Neuroevolution + PPO Transfer
Genetic Models as Experts for On-Policy RL
We explore how a population-based, genetic-evolution algorithm (GA) can serve as an effective "expert" or demonstrator for an on-policy reinforcement learning agent (PPO). In short, we use a basic GA to evolve neural controllers in a 3D game until they reach decent performance. Then we take the best-performing genetic model (the champion) and transfer its weights into a policy gradient method—PPO— so that PPO starts learning from a near-expert initialization instead of learning from scratch.
Genetic Algorithm
We first simulate a large population of neural nets controlling a voxel-based parkour. Each net has inputs like "LIDAR" scans (to sense platforms) and outputs that determine jumping, left/right movements, and velocity factors. Over many generations, we breed the top performers to create children, using random crossovers and mutations. Eventually we get a single champion net that performs well in zero-shot, purely from genetic search without gradient updates.
In this example, the game is a "voxel endless runner" that spawns platforms at random positions. Our GA attempts to keep the runner alive as long as possible by jumping and shifting left or right at the correct times. The net architecture is straightforward:
- Inputs:220 LIDAR occupancy cells + runner state
- Hidden Layer:8 neurons, each with random weights/bias
- Outputs:jumpProb, leftProb, rightProb, rawJumpSpeed, rawMoveSpeed
Above is an example that runs fully in your browser (via tensorflow.js)! It spawns a population of runners, each with random network weights. They gradually evolve to survive longer—at which point, we have a high-scoring "expert" net from genetic search. You can adjust the speed in the top right to see it train faster or slower.

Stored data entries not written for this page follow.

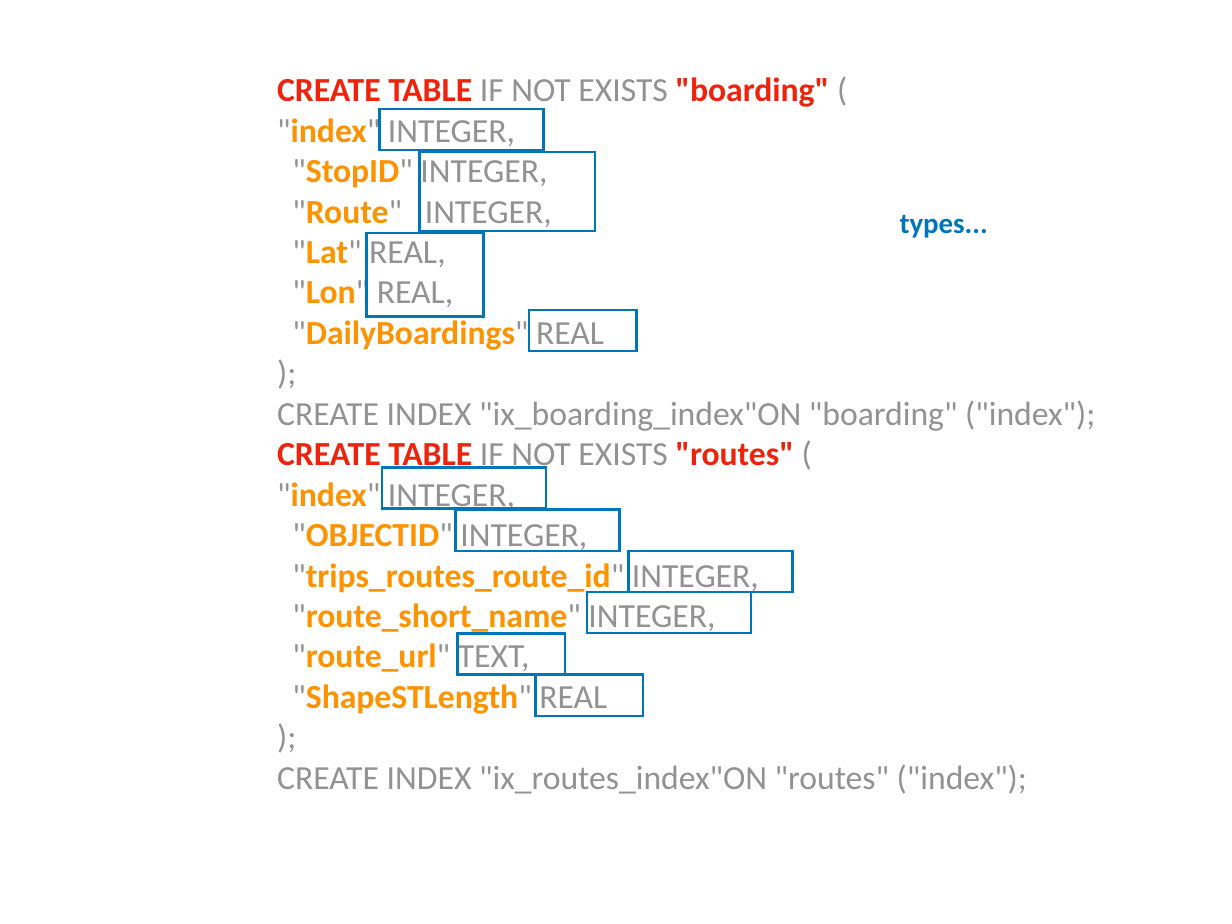
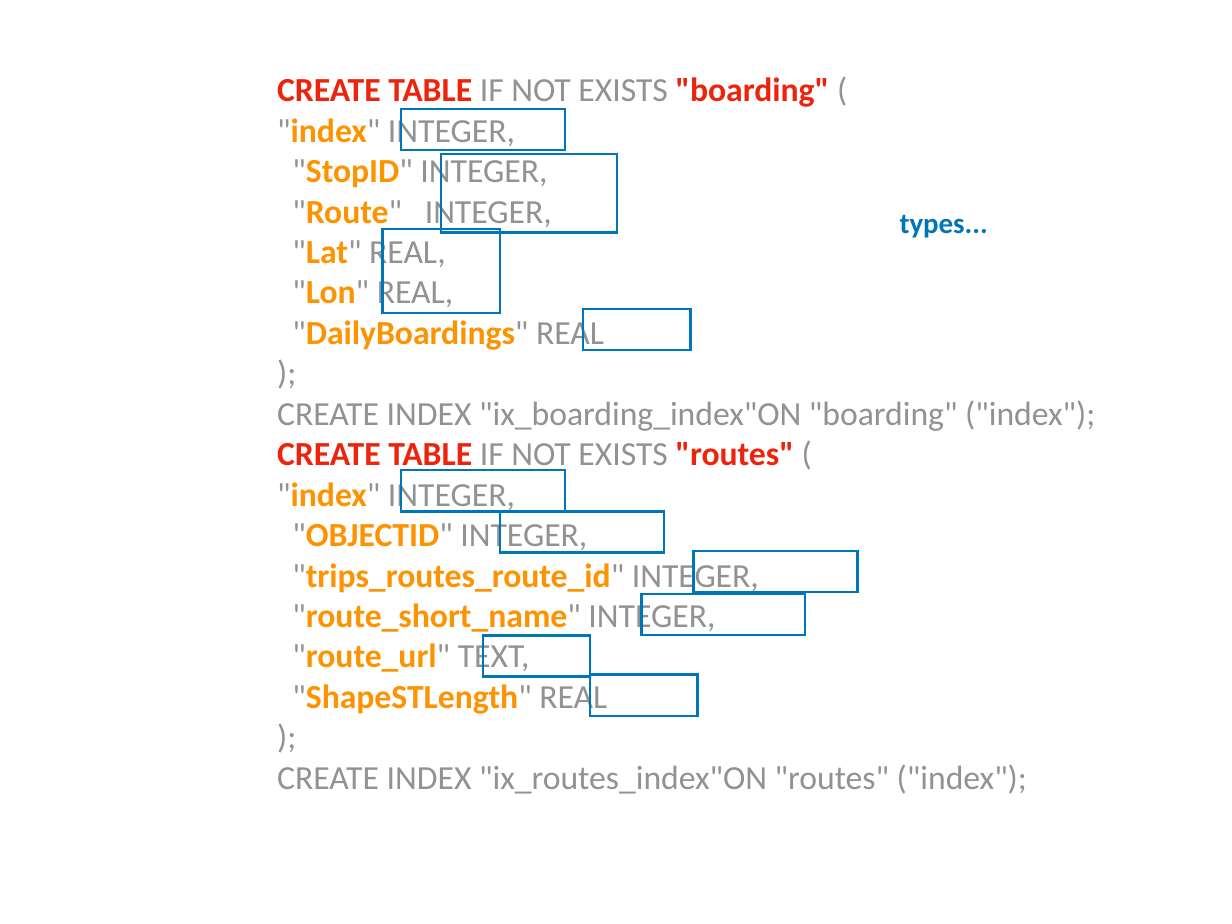
Before and after one commit to tylerharter/caraza-harter-com, a slide deck: slide 41 of tyler/meena/cs220/f20/materials/lec_33_F20.pptx (slide 43 before the commit). Drawn at 1232x924 pixels with LibreOffice and Linux fonts; fonts in the diff are those of the drawing. Boxes give left, top, right and bottom in pixels: in the first picture for what was removed or moved away, otherwise in the second. Text is boxed around its words. In the diff, an @@ line names an element or a change of style, - is before the commit and + after.

```diff
--- a/tyler/meena/cs220/f20/materials/lec_33_F20.pptx
+++ b/tyler/meena/cs220/f20/materials/lec_33_F20.pptx
@@ 3 rectangles: place and size @@
-3 rectangles at <box>379,109,595,509</box>
+3 rectangles at <box>401,109,617,512</box>
@@ rectangle: place and size @@
-rectangle at <box>366,233,483,317</box>
+rectangle at <box>383,230,500,314</box>
@@ rectangle: place and size @@
-rectangle at <box>456,509,619,551</box>
+rectangle at <box>500,511,664,553</box>
@@ rectangle: place and size @@
-rectangle at <box>629,551,793,593</box>
+rectangle at <box>694,551,858,593</box>
@@ 3 rectangles: place and size @@
-3 rectangles at <box>529,310,751,717</box>
+3 rectangles at <box>583,309,805,717</box>
@@ rectangle: place and size @@
-rectangle at <box>457,633,565,675</box>
+rectangle at <box>483,635,590,677</box>
```
Also in this commit, not shown: 5 other slides changed, 3 slides added, 5 slides removed.
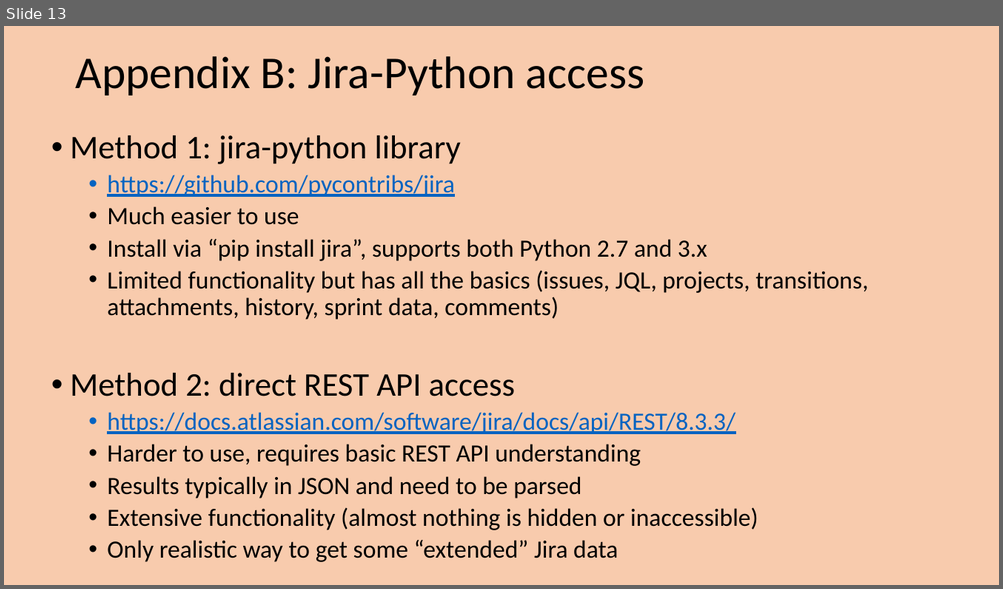
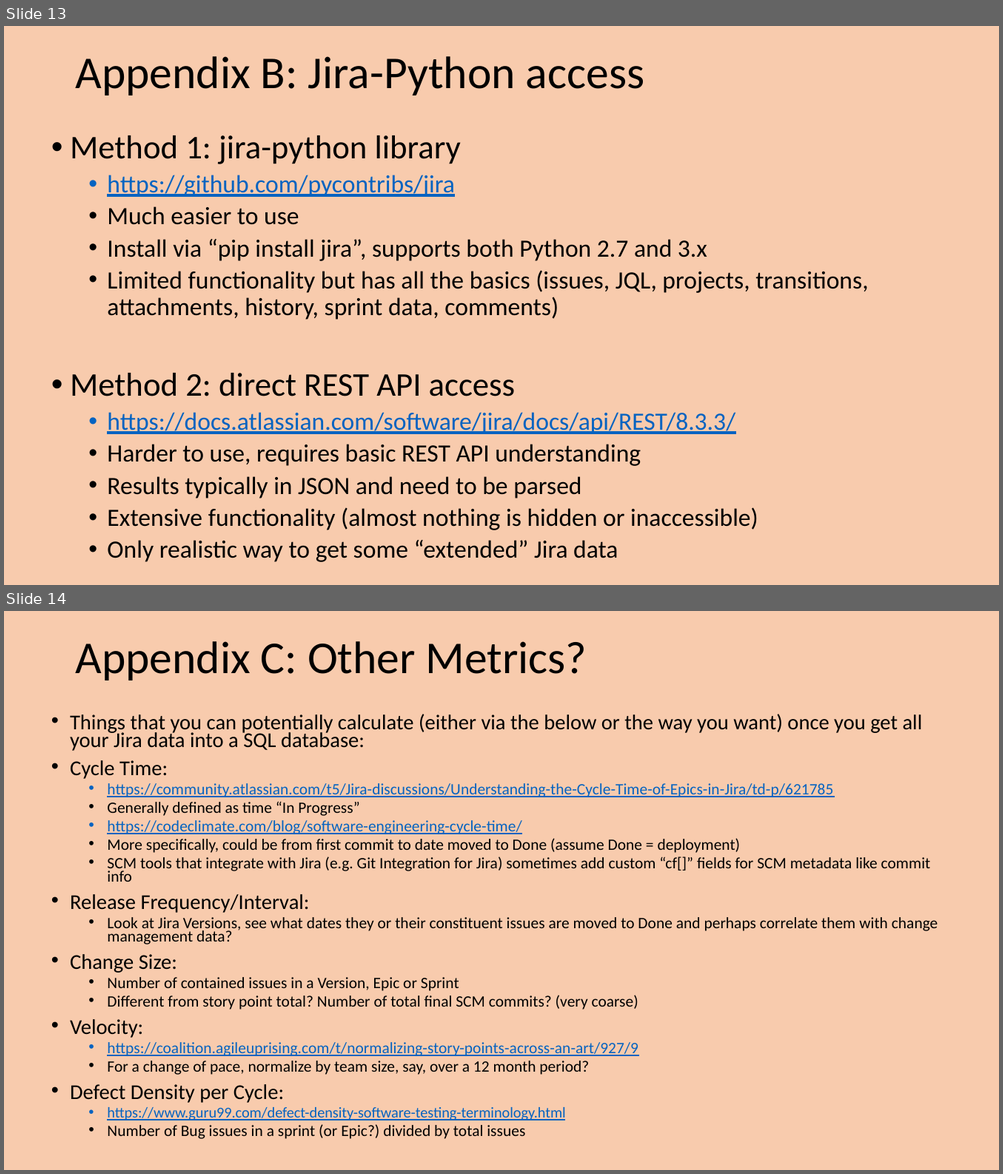
Before and after one commit to bobk/azurejirametrics, a slide deck: docs/Simple Jira Agile Metrics via Python and SQL (and Azure).pptx. Shown one above the other, each under a label of ours: slide 13 before the commit, slides 13 and 14 after it. The pictures are 1003x589 and 1003x1174 pixels, drawn with LibreOffice and Linux fonts; fonts in the diff are those of the drawing. Boxes give left, top, right and bottom in pixels: in the first picture for what was removed or moved away, otherwise in the second. Text is boxed around its words. In the diff, an @@ line names an element or a change of style, - is before the commit and + after.

Commit message:
useful URLs that discuss potential metrics calculations

```diff
--- a/docs/Simple Jira Agile Metrics via Python and SQL (and Azure).pptx
+++ b/docs/Simple Jira Agile Metrics via Python and SQL (and Azure).pptx
@@ slide 14 added at (4, 611, 999, 1170), background #F8CBAD @@
@@ title added at (76, 641, 587, 681), 44 pt, text #000000 @@
+Appendix C: Other Metrics?
@@ text added at (70, 714, 938, 1139), 15.3 pt, text #000000 @@
+• Things that you can potentially calculate (either via the below or the way you want) once you get all your Jira data into a SQL database:
+• Cycle Time:
+  • https://community.atlassian.com/t5/Jira-discussions/Understanding-the-Cycle-Time-of-Epics-in-Jira/td-p/621785
+  • Generally defined as time “In Progress”
+  • https://codeclimate.com/blog/software-engineering-cycle-time/
+  • More specifically, could be from first commit to date moved to Done (assume Done = deployment)
+  • SCM tools that integrate with Jira (e.g. Git Integration for Jira) sometimes add custom “cf[]” fields for SCM metadata like commit info
+• Release Frequency/Interval:
+  • Look at Jira Versions, see what dates they or their constituent issues are moved to Done and perhaps correlate them with change management data?
+• Change Size:
+  • Number of contained issues in a Version, Epic or Sprint
+  • Different from story point total? Number of total final SCM commits? (very coarse)
+• Velocity:
+  • https://coalition.agileuprising.com/t/normalizing-story-points-across-an-art/927/9
+  • For a change of pace, normalize by team size, say, over a 12 month period?
+• Defect Density per Cycle:
+  • https://www.guru99.com/defect-density-software-testing-terminology.html
+  • Number of Bug issues in a sprint (or Epic?) divided by total issues
```
Also in this commit, not shown: 2 slides changed, 1 other slide added.
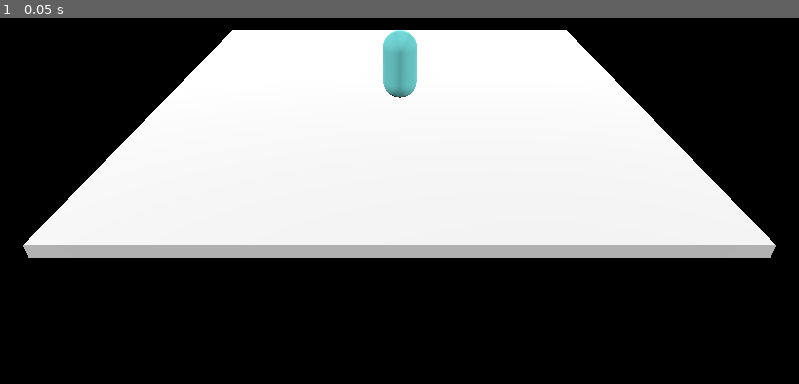
Above: before the commit, frame 1.
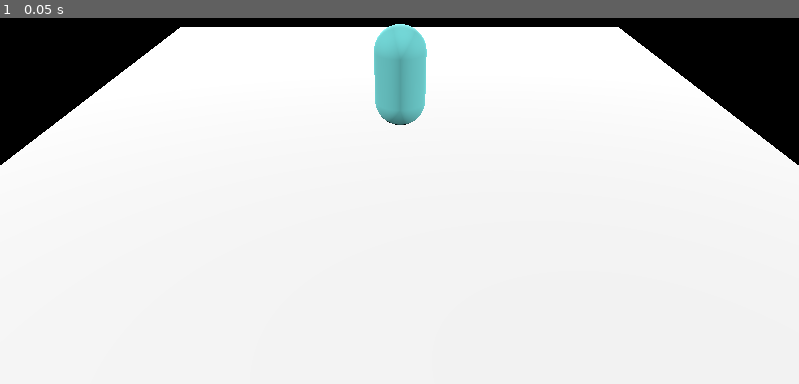
Above: after the commit, the same moment.

Repository: oserratr/MD-WorkInProgress
Game: Godot game, scene res://scene/structureproto.tscn
Same seed, same stepped clock (60 frames per second), same inputs: the game is played once before the commit and once after it. The project has no main scene, so this scene is started directly.
Inputs:
- Up to frame 1 (0.05 s): no input

The runs differ from the first frame. In frame 1, 50% of the frame differs, in the area x 0-100%, y 1-100%.

Commit message:
Ajout zoom in et zoom out camera

Diff:
--- a/PROCESS/godot-prototype/Interaction-inspection/scene/structureproto.tscn
+++ b/PROCESS/godot-prototype/Interaction-inspection/scene/structureproto.tscn
@@ -132,6 +132,7 @@
 
 [node name="Player" type="CharacterBody3D" parent="." groups=["player"]]
 script = ExtResource("1_8ug0b")
+max_zoom = 8.0
 
 [node name="Body" type="MeshInstance3D" parent="Player"]
 transform = Transform3D(0.5, 0, 0, 0, 0.5, 0, 0, 0, 0.5, 0.00739479, 0.578581, -0.012939)
@@ -142,9 +143,10 @@
 shape = SubResource("CapsuleShape3D_kbvoe")
 
 [node name="CameraOrigin" type="Node3D" parent="Player"]
+transform = Transform3D(1, 0, 0, 0, 1, 0, 0, 0, 1, 0, 0.925996, 0)
 
 [node name="CameraPlayer" type="Camera3D" parent="Player/CameraOrigin"]
-transform = Transform3D(1, 0, 0, 0, 0.866025, 0.5, 0, -0.5, 0.866025, 0, 3.189, 7.291)
+transform = Transform3D(1, 0, 0, 0, 0.866025, 0.5, 0, -0.5, 0.866025, 0, 2.263, 7.291)
 keep_aspect = 0
 
 [node name="GameManager" type="Node3D" parent="."]
--- a/PROCESS/godot-prototype/Interaction-inspection/scripts/ScriptsProto/PlayerProto.gd
+++ b/PROCESS/godot-prototype/Interaction-inspection/scripts/ScriptsProto/PlayerProto.gd
@@ -1,49 +1,66 @@
 extends CharacterBody3D
 
 const SPEED = 5.0
-@onready var pivot = $CameraOrigin
-@export var sens = 0.5
-@export var rotation_speed: float = 100.0  # Vitesse de rotation (degrés par seconde)
-var rotation_velocity: float = 0.0  # Vitesse actuelle de rotation
-var damping: float = 5.0  # Facteur de ralentissement
 
-# Get the gravity from the project settings to be synced with RigidBody nodes.
-var gravity = ProjectSettings.get_setting("physics/3d/default_gravity")
+@onready var pivot = $CameraOrigin            # <- point de focus du zoom
+@onready var camera = $CameraOrigin/CameraPlayer
+
+@export var sens := 0.5
+@export var rotation_speed := 100.0
+@export var zoom_speed := 5.0
+@export_range(1.0, 10.0, 0.1) var min_zoom := 2.0   # ← slider dans l’inspecteur
+@export_range(1.0, 20.0, 0.1) var max_zoom := 10.0  # ← slider dans l’inspecteur
+
+var rotation_velocity := 0.0
+var zoom_velocity := 0.0
+var damping := 5.0
+var camera_distance := 5.0  # Distance initiale
+
+var gravity: float = ProjectSettings.get_setting("physics/3d/default_gravity")
+
 
 func _ready():
 	Input.mouse_mode = Input.MOUSE_MODE_CAPTURED
+	camera_distance = clamp(camera_distance, min_zoom, max_zoom)
+	_update_camera_distance()
 
 func _physics_process(delta):
-	# Gravité
 	if not is_on_floor():
 		velocity.y -= gravity * delta
 
-	# Lecture du stick droit de la manette (rotation horizontale)
+	# --- Rotation (stick droit) ---
 	var right_stick_x = Input.get_joy_axis(0, JOY_AXIS_RIGHT_X)
-
-	# Zone morte pour éviter les micro-activations
 	var deadzone = 0.2
 	if abs(right_stick_x) < deadzone:
 		right_stick_x = 0
-
-	# Met à jour la vitesse de rotation en fonction du stick droit
 	rotation_velocity = rotation_speed * right_stick_x
-
-	# Appliquer la rotation avec interpolation pour la fluidité
 	rotation.y += deg_to_rad(rotation_velocity * delta)
 	rotation_velocity = lerp(rotation_velocity, 0.0, damping * delta)
 
-	# Lecture du stick gauche de la manette (joystick analogique)
+	# --- Zoom (gâchettes) ---
+	var trigger_left = Input.get_joy_axis(0, JOY_AXIS_TRIGGER_LEFT)
+	var trigger_right = Input.get_joy_axis(0, JOY_AXIS_TRIGGER_RIGHT)
+	var trigger_deadzone = 0.1
+
+	if trigger_left > trigger_deadzone:
+		zoom_velocity = -zoom_speed * trigger_left
+	elif trigger_right > trigger_deadzone:
+		zoom_velocity = zoom_speed * trigger_right
+
+	# Appliquer le zoom et le limiter
+	camera_distance = clamp(camera_distance + zoom_velocity * delta, min_zoom, max_zoom)
+	zoom_velocity = lerp(zoom_velocity, 0.0, damping * delta)
+
+	_update_camera_distance()
+
+	# --- Déplacement (stick gauche) ---
 	var left_stick_x = Input.get_joy_axis(0, JOY_AXIS_LEFT_X)
 	var left_stick_y = Input.get_joy_axis(0, JOY_AXIS_LEFT_Y)
-
-	# Zone morte
 	if abs(left_stick_x) < deadzone:
 		left_stick_x = 0
 	if abs(left_stick_y) < deadzone:
 		left_stick_y = 0
 
-	# Calcul de la direction
 	var input_dir = Vector2(left_stick_x, left_stick_y)
 	var direction = (transform.basis * Vector3(input_dir.x, 0, input_dir.y)).normalized()
 
@@ -55,3 +72,13 @@
 		velocity.z = move_toward(velocity.z, 0, SPEED)
 
 	move_and_slide()
+
+func _update_camera_distance():
+	# Direction de pivot vers la caméra
+	var direction = (camera.global_position - pivot.global_position).normalized()
+
+	# Sécurité : on clamp la distance à chaque update
+	camera_distance = clamp(camera_distance, min_zoom, max_zoom)
+
+	# Nouvelle position de la caméra en fonction de la distance
+	camera.global_position = pivot.global_position + direction * camera_distance

Proximal Policy Optimization (PPO)
After the GA saturates (or hits a certain generation), we take the best network's weights and feed them into a standard on-policy PPO algorithm. PPO normally starts from random initialization, which is usually slow to learn from sparse rewards, but now it gets a huge head start. This lets the policy gradient approach quickly adapt or refine its weights for more stable, nuanced control. Typically, this kind of "demonstration" or "expert init" can drastically reduce the PPO training time needed to beat the same performance level.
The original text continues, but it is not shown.